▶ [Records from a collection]
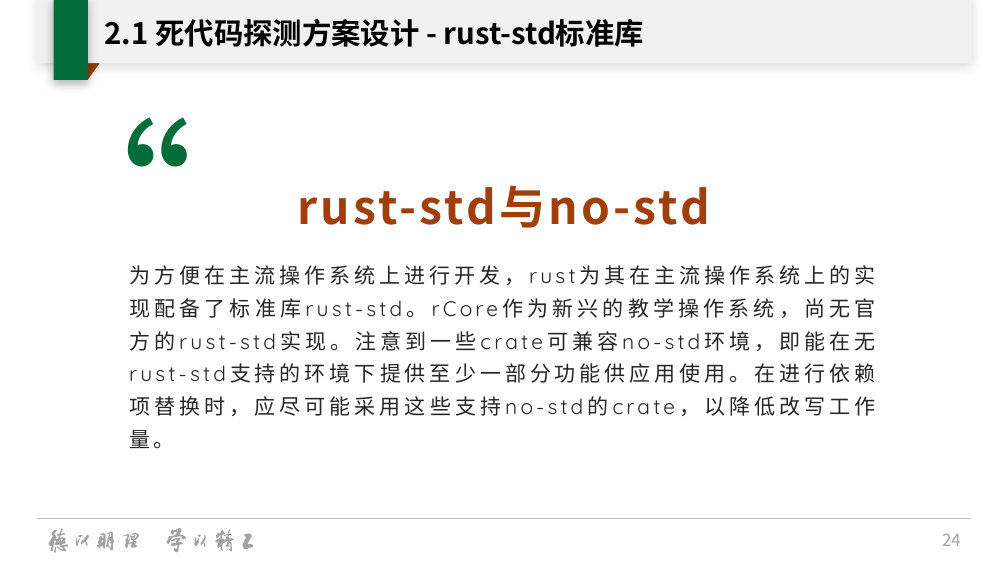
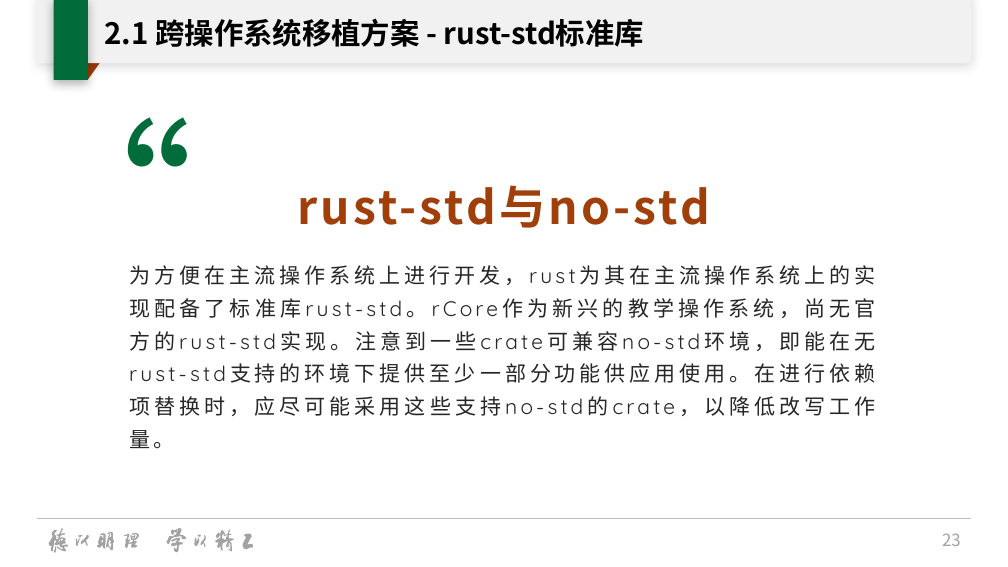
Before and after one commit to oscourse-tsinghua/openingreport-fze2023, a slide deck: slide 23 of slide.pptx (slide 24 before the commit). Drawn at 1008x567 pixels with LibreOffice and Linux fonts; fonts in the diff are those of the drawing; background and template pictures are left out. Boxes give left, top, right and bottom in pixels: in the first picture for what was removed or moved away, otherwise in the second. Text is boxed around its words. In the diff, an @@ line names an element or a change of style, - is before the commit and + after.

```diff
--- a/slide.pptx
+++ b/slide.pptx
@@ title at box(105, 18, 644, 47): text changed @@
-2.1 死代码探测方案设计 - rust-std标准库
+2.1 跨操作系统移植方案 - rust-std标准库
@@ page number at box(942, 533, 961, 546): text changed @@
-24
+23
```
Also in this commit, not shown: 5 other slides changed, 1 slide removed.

▶ [ASSIGNMENT]
Where a line of the records holds the word "rust", copy that line.

▶ [SOLUTION FOR THIS EXERCISE]
-2.1 死代码探测方案设计 - rust-std标准库
+2.1 跨操作系统移植方案 - rust-std标准库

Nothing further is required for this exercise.